On Fri, Jun 2, 2017 at 2:42 AM Tom Smith notifications@github.com wrote:
Hi @jsolvason https://github.com/jsolvason. I've pushed the changes above to the {TS}-Group_patch_write branch. Would you mind installing from this branch to check this resolves your error. I can give you instructions for how to install from the branch if you would like?
— You are receiving this because you were mentioned.
Reply to this email directly, view it on GitHub https://github.com/CGATOxford/UMI-tools/issues/130#issuecomment-305740517, or mute the thread https://github.com/notifications/unsubscribe-auth/AbxuJm4b5Y5ZRk6z2lu2HbQuH_k2TuZkks5r_9jrgaJpZM4Ntt_V .
--
Joseph Solvason Chimera Bioengineering
If you've got git installed, you can clone this directory:
git clone git@github.com:CGATOxford/UMI-tools.git
checkout the branch:
git fetch
git checkout {TS}-Group_patch_write
and then install with:
python setup.py install
If you don't have git, you should be able to install with pip using:
pip install git+https://github.com/CGATOxford/UMI-tools.git@{TS}-Group_patch_write
Not sure if this is common but I had to uninstall umi_tools in order to install the branch. I am running the program now with no error raised so far.
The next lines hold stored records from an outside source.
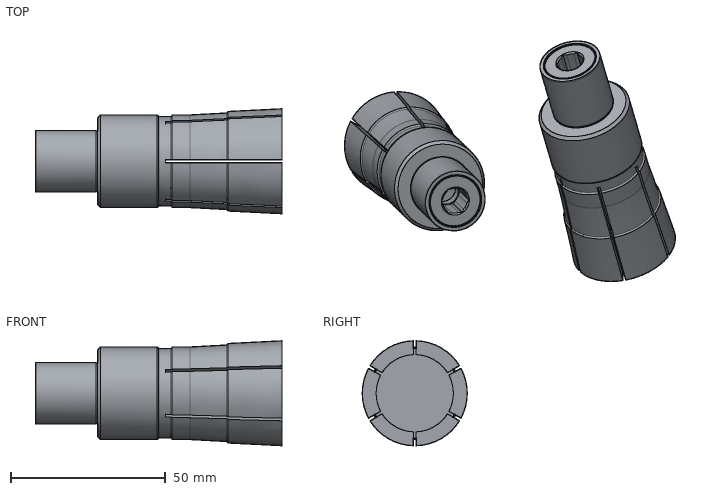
import cadquery as cq
import math

length = 79.8
shank_dia = 20.0
shank_length = 20.1
lead_in_length = 0.4
lead_in_height = 0.1
relief_dia = 19.6
relief_width = 0.5
body_dia = 30.0
body_front_chamfer = 0.95
body_end = 40.0
body_rear_chamfer_length = 0.5
body_rear_chamfer_height = 0.3

neck_dia = 29.0
shoulder_start = 44.2
taper_start = 49.95
step_start = 62.25
taper_end_dia = 31.3
lip_start_dia = 32.2
head_dia = 34.0
collet_bore_dia = 25.0
slot_count = 6
slot_width = 0.95
slot_start = 42.1

groove_mouth_dia = 17.55
groove_floor_dia = 17.0
groove_inner_dia = 16.6
socket_flats = 8.0
socket_relief_dia = 8.3
socket_mouth_dia = 9.3
socket_depth = 12.0
drill_dia = 8.0
drill_depth = 15.95
step_fillet = (lip_start_dia - taper_end_dia) / 2

fillet_mid = 1 - math.sqrt(0.5)


def x_cylinder(dia, x_start, x_end):
    return cq.Workplane("YZ", origin=(x_start, 0, 0)).circle(dia / 2).extrude(x_end - x_start)


def x_cone(start_dia, end_dia, depth):
    """Countersink that opens on the shank end face."""
    return (
        cq.Workplane("YZ").circle(start_dia / 2)
        .workplane(offset=depth).circle(end_dia / 2).loft()
    )


def turned_outside():
    shank_r = shank_dia / 2
    body_r = body_dia / 2
    neck_r = neck_dia / 2
    taper_end_r = taper_end_dia / 2
    relief_start = shank_length - relief_width
    shoulder_fillet = body_r - neck_r
    neck_fillet = body_r - neck_r - body_rear_chamfer_height
    neck_face = body_end - neck_fillet
    profile = (
        cq.Workplane("XY")
        .lineTo(0, shank_r - lead_in_height)
        .lineTo(lead_in_length, shank_r)
        .lineTo(relief_start, shank_r)
        .lineTo(relief_start, relief_dia / 2)
        .lineTo(shank_length, relief_dia / 2)
        .lineTo(shank_length, body_r - body_front_chamfer)
        .lineTo(shank_length + body_front_chamfer, body_r)
        .lineTo(neck_face - body_rear_chamfer_length, body_r)
        .lineTo(neck_face, body_r - body_rear_chamfer_height)
        .threePointArc(
            (neck_face + fillet_mid * neck_fillet, neck_r + fillet_mid * neck_fillet),
            (body_end, neck_r),
        )
        .lineTo(shoulder_start - shoulder_fillet, neck_r)
        .threePointArc(
            (shoulder_start - fillet_mid * shoulder_fillet, neck_r + fillet_mid * shoulder_fillet),
            (shoulder_start, body_r),
        )
        .lineTo(taper_start, body_r)
        .lineTo(step_start - step_fillet, taper_end_r)
        .threePointArc(
            (step_start - fillet_mid * step_fillet, taper_end_r + fillet_mid * step_fillet),
            (step_start, lip_start_dia / 2),
        )
        .lineTo(length, head_dia / 2)
        .lineTo(length, 0)
        .close()
    )
    return profile.revolve(360, (0, 0, 0), (1, 0, 0))


def ring_groove():
    """Shallow groove in the end face, with a sloped outer wall and a straight inner wall."""
    depth = (groove_mouth_dia - groove_floor_dia) / 2
    return x_cone(groove_mouth_dia, groove_floor_dia, depth).cut(x_cylinder(groove_inner_dia, 0, depth))


def drive_socket():
    """Hexagon socket with relieved flats, a chamfered mouth and a drilled hole behind it."""
    corner_dia = socket_flats / math.cos(math.pi / 6)
    mouth_depth = (socket_mouth_dia - socket_flats) / 2
    hexagon = cq.Workplane("YZ").polygon(6, corner_dia).extrude(socket_depth)
    relief = x_cylinder(socket_relief_dia, 0, socket_depth)
    drilled_hole = x_cylinder(drill_dia, 0, drill_depth)
    mouth = x_cone(socket_mouth_dia, socket_flats, mouth_depth)
    return hexagon.union(relief).union(drilled_hole).union(mouth)


def collet_slot(angle):
    """Radial slot from the axis outward, at an angle about X measured from +Z."""
    return (
        cq.Workplane("XY", origin=(slot_start, 0, 0))
        .box(length - slot_start, slot_width, head_dia, centered=(False, True, False))
        .rotate((0, 0, 0), (1, 0, 0), angle)
    )


result = turned_outside()
result = result.cut(ring_groove())
result = result.cut(drive_socket())
result = result.cut(x_cylinder(collet_bore_dia, slot_start, length))
for i in range(slot_count):
    result = result.cut(collet_slot(i * 360 / slot_count))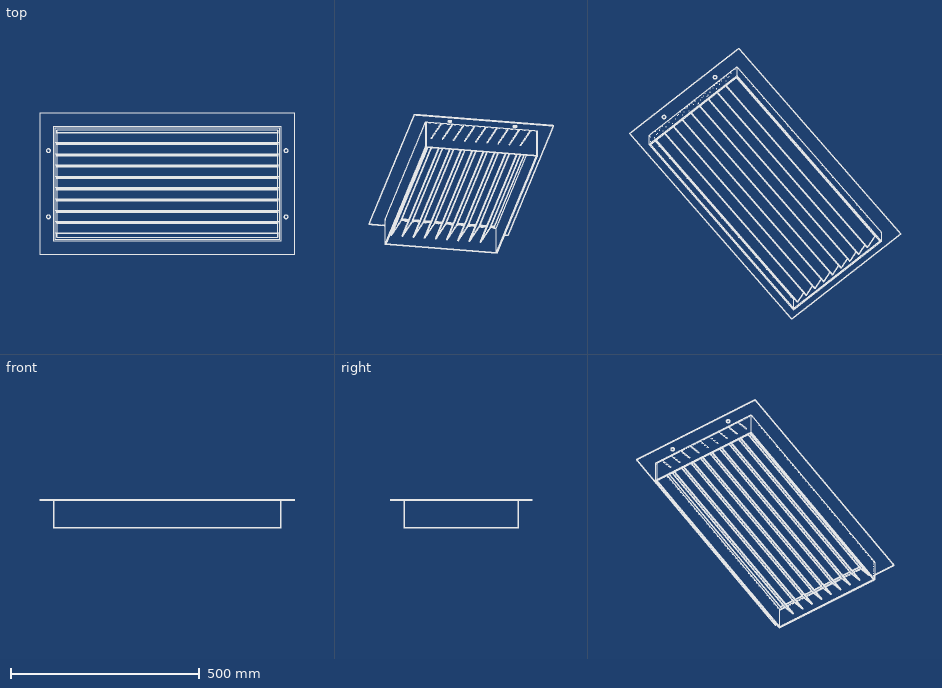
import cadquery as cq
import math

length = 675.0
width = 375.0
height = 75.0
sheet = 2.35
opening_length = 586.0
opening_width = 285.0

collar_length = 602.0
collar_width = 302.5
collar_wall = 3.05

hole_diameter = 9.5
hole_edge_distance = 22.0
hole_spacing = 175.5

blade_count = 9
blade_row_length = 240.0
blade_pitch = blade_row_length / (blade_count - 1)
blade_length = 52.5
blade_thickness = 2.0
blade_tilt = 60.0
blade_row_center = 1.7


def make_flange():
    hole_x = length / 2 - hole_edge_distance
    hole_y = hole_spacing / 2
    holes = [(sx * hole_x, sy * hole_y) for sx in (-1, 1) for sy in (-1, 1)]
    return (
        cq.Workplane("XY")
        .workplane(offset=-sheet)
        .rect(length, width)
        .rect(opening_length, opening_width)
        .pushPoints(holes)
        .circle(hole_diameter / 2)
        .extrude(sheet)
    )


def make_collar():
    return (
        cq.Workplane("XY")
        .rect(collar_length, collar_width)
        .rect(collar_length - 2 * collar_wall, collar_width - 2 * collar_wall)
        .extrude(-height)
    )


def make_blade(center_y):
    """Flat blade falling toward +Y, spanning between the collar end walls."""
    tilt = math.radians(blade_tilt)
    blade_height = blade_length * math.sin(tilt) + blade_thickness * math.cos(tilt)
    center_z = -sheet - blade_height / 2
    span = collar_length - 2 * collar_wall
    return (
        cq.Workplane("XY")
        .box(span, blade_length, blade_thickness)
        .rotate((0, 0, 0), (1, 0, 0), -blade_tilt)
        .translate((0, center_y, center_z))
    )


result = make_flange().union(make_collar())
for index in range(blade_count):
    offset = index - (blade_count - 1) / 2
    result = result.union(make_blade(blade_row_center + offset * blade_pitch))

I'll let you know how it goes!
Thanks guys,
Joe
Side question... How long (ball park estimate/range) do you expect the the typical dedup or group command to take?
We have benchmark iCLIP (5nt UMIs, very high duplication levels ) and single cell (10nt UMIs, less highly duplicated) that take about 1.5 minutes and 2 minutes per chromosome respectively.
We do keep collecting pathological cases from people that take much longer though. Its it taking loads longer for you? We do have a speed improvement in the works.
On Sat, 3 Jun 2017, 6:31 pm jsolvason, notifications@github.com wrote:
Side question... How long (ball park estimate/range) do you expect the the typical dedup or group command to take?
— You are receiving this because you commented.
Reply to this email directly, view it on GitHub https://github.com/CGATOxford/UMI-tools/issues/130#issuecomment-305989622, or mute the thread https://github.com/notifications/unsubscribe-auth/AFJFjiercG6KoCNs9-Id_IlT5KFL83iHks5sAZhbgaJpZM4Ntt_V .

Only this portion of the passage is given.